Ich finde Gore Windstopper Armlinge und Beinlinge (Knielinge) genial. Probieren macht Sinn. Meine Oberschenkel sind nicht so wenig, habe die Sachen im M. Windstopper macht schon Sinn, wenn man dann auch mal etwas zügiger die Berge runter fährt.


----------



## chris4711 (6. August 2011)

Empfehle Dir auch 'probieren'.
Meine Sugoi Armlinge in M sitzen beispielsweise deutlich strammer als die Biemme in Größe S.


----------



## missmarple (7. August 2011)

Das mit dem wasserabweisend dürfte schwierig werden... 

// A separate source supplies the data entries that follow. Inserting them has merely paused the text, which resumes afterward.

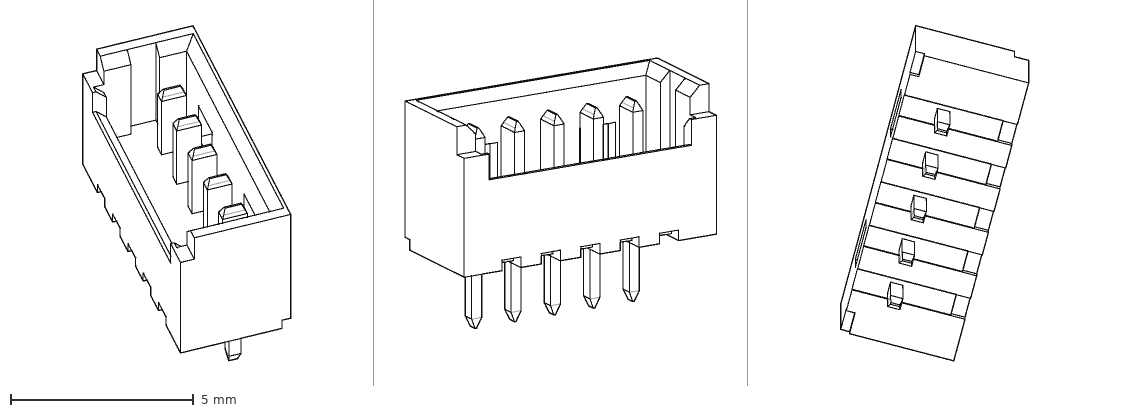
import cadquery as cq


length = 8.0
depth = 3.2
height = 4.2
end_wall = 0.6
long_wall = 0.4
floor_top = 1.3
lead_in = end_wall / 2

front_step = 0.8
notch_drop = 1.54
notch_margin = 0.8

key_width = 0.83
key_depth = lead_in

window_width = 1.14
window_bottom = 1.52
window_top = 2.7

groove_width = 0.6
groove_height = 0.3
groove_back_height = 0.1
groove_front_depth = 0.4
corner_relief_depth = 0.25
corner_relief_length = 0.6
corner_relief_height = groove_height

pin_count = 5
pin_span = 5.0
pin_pitch = pin_span / (pin_count - 1)
pin_y = 0.46
pin_width = 0.32
blade_depth = 0.72
tail_depth = 0.35
pin_top = 3.56
pin_bottom = -2.2
blade_tip_height = 0.26
blade_tip_end_inset = 0.12
blade_tip_knee_inset = 0.05
blade_tip_knee_height = 0.1
tail_tip_height = 0.3
tail_tip_end_inset = 0.05
tip_half_width = 0.02

half_length = length / 2
front = -depth / 2
back = depth / 2
cavity_x = half_length - end_wall
cavity_y = back - long_wall
notch_x = half_length - notch_margin
pin_positions = [(i - (pin_count - 1) / 2) * pin_pitch for i in range(pin_count)]


def block(x_range, y_range, z_range):
    """Axis-aligned box between the given limits."""
    size = [high - low for low, high in (x_range, y_range, z_range)]
    corner = (x_range[0], y_range[0], z_range[0])
    return cq.Workplane("XY").box(*size, centered=False).translate(corner)


def front_wall_lead_in(half_span, wall_top):
    """Wedge that bevels the inner edge of the front wall at the given level."""
    inner = -cavity_y
    return (
        cq.Workplane("YZ", origin=(-half_span, 0, 0))
        .moveTo(inner, wall_top)
        .lineTo(inner - lead_in, wall_top)
        .lineTo(inner, wall_top - lead_in)
        .close()
        .extrude(2 * half_span)
    )


def make_cavity():
    """Open cavity with a bevelled rim and a keyway in each end wall."""
    x_limits = (-cavity_x, cavity_x)
    well = block(x_limits, (-cavity_y, cavity_y), (floor_top, height))
    rim = (
        cq.Workplane("XY", origin=(0, 0, height))
        .rect(2 * (cavity_x + lead_in), 2 * (cavity_y + lead_in))
        .workplane(offset=-lead_in)
        .rect(2 * cavity_x, 2 * cavity_y)
        .loft(ruled=True)
    )
    rim = rim.intersect(block((-half_length, half_length), (-cavity_y, back), (0, height)))
    key_x = cavity_x + key_depth
    keyways = block((-key_x, key_x), (-key_width / 2, key_width / 2), (floor_top, height))
    return well.union(rim).union(keyways)


def make_front_cutaway():
    """Stepped opening in the top of the front wall, with bevelled inner edges."""
    step_level = height - front_step
    notch_level = height - notch_drop
    step = block((-half_length, half_length), (front, -cavity_y), (step_level, height))
    notch = block((-notch_x, notch_x), (front, -cavity_y), (notch_level, step_level))
    return (
        step.union(notch)
        .union(front_wall_lead_in(cavity_x, step_level))
        .union(front_wall_lead_in(notch_x, notch_level))
    )


def make_window(x_center):
    """Opening through the back wall."""
    x_range = (x_center - window_width / 2, x_center + window_width / 2)
    return block(x_range, (cavity_y, back), (window_bottom, window_top))


def make_groove(x_center):
    """Underside groove below one pin: tall at the front, shallow through to the back."""
    x_range = (x_center - groove_width / 2, x_center + groove_width / 2)
    tall = block(x_range, (front, front + groove_front_depth), (0, groove_height))
    shallow = block(x_range, (front, back), (0, groove_back_height))
    return tall.union(shallow)


def make_housing():
    """Housing with the cavity, front cutaway, windows and underside reliefs removed."""
    body = block((-half_length, half_length), (front, back), (0, height))
    body = body.cut(make_cavity()).cut(make_front_cutaway())
    window_x = (pin_positions[-1] + pin_positions[-2]) / 2
    for x in (-window_x, window_x):
        body = body.cut(make_window(x))
    for x in pin_positions:
        body = body.cut(make_groove(x))
    relief_y = (back - corner_relief_depth, back)
    relief_x = half_length - corner_relief_length
    for x_range in ((-half_length, -relief_x), (relief_x, half_length)):
        body = body.cut(block(x_range, relief_y, (0, corner_relief_height)))
    return body


def symmetric_prism(plane, half_outline, half_thickness):
    """Prism centred on the plane, from one half of an outline mirrored about the Z axis."""
    mirrored = [(-across, z) for across, z in reversed(half_outline)]
    outline = cq.Workplane(plane).polyline(half_outline + mirrored).close()
    return outline.extrude(half_thickness, both=True)


def make_pin(x_center):
    """Pin with a deep blade above the floor, a slim tail below and tapered tips."""
    half_width = pin_width / 2
    half_blade = blade_depth / 2
    half_tail = tail_depth / 2
    blade_shoulder = pin_top - blade_tip_height
    tail_shoulder = pin_bottom + tail_tip_height
    right_side = [
        (tip_half_width, pin_bottom),
        (half_width, tail_shoulder),
        (half_width, blade_shoulder),
        (half_width - blade_tip_knee_inset, blade_shoulder + blade_tip_knee_height),
        (tip_half_width, pin_top),
    ]
    back_side = [
        (half_tail - tail_tip_end_inset, pin_bottom),
        (half_tail, tail_shoulder),
        (half_tail, floor_top),
        (half_blade, floor_top),
        (half_blade, blade_shoulder),
        (half_blade - blade_tip_end_inset, pin_top),
    ]

    front_profile = symmetric_prism("XZ", right_side, blade_depth)
    side_profile = symmetric_prism("YZ", back_side, pin_width)
    return front_profile.intersect(side_profile).translate((x_center, pin_y, 0))


result = make_housing()
for pin_x in pin_positions:
    result = result.union(make_pin(pin_x))

Ansonsten sind die Teile leider so oder so sehr teuer, für so wenig Stoff.  Empfehlen kann ich Dir die Arm-/Beinlinge von Assos (um die EUR 30,-), die tragen sich insbesondere oben am Arm-/Beinabschluss sehr gut. Bei vielen anderen Herstellern (Gore, Pearl) hatte ich bei den Beinlingen das Problem, dass selbst die großen Größen eher den "Berggazellen-Schnitt" hatten und eher als Stauschlauch zum Einsatz gekommen wären...  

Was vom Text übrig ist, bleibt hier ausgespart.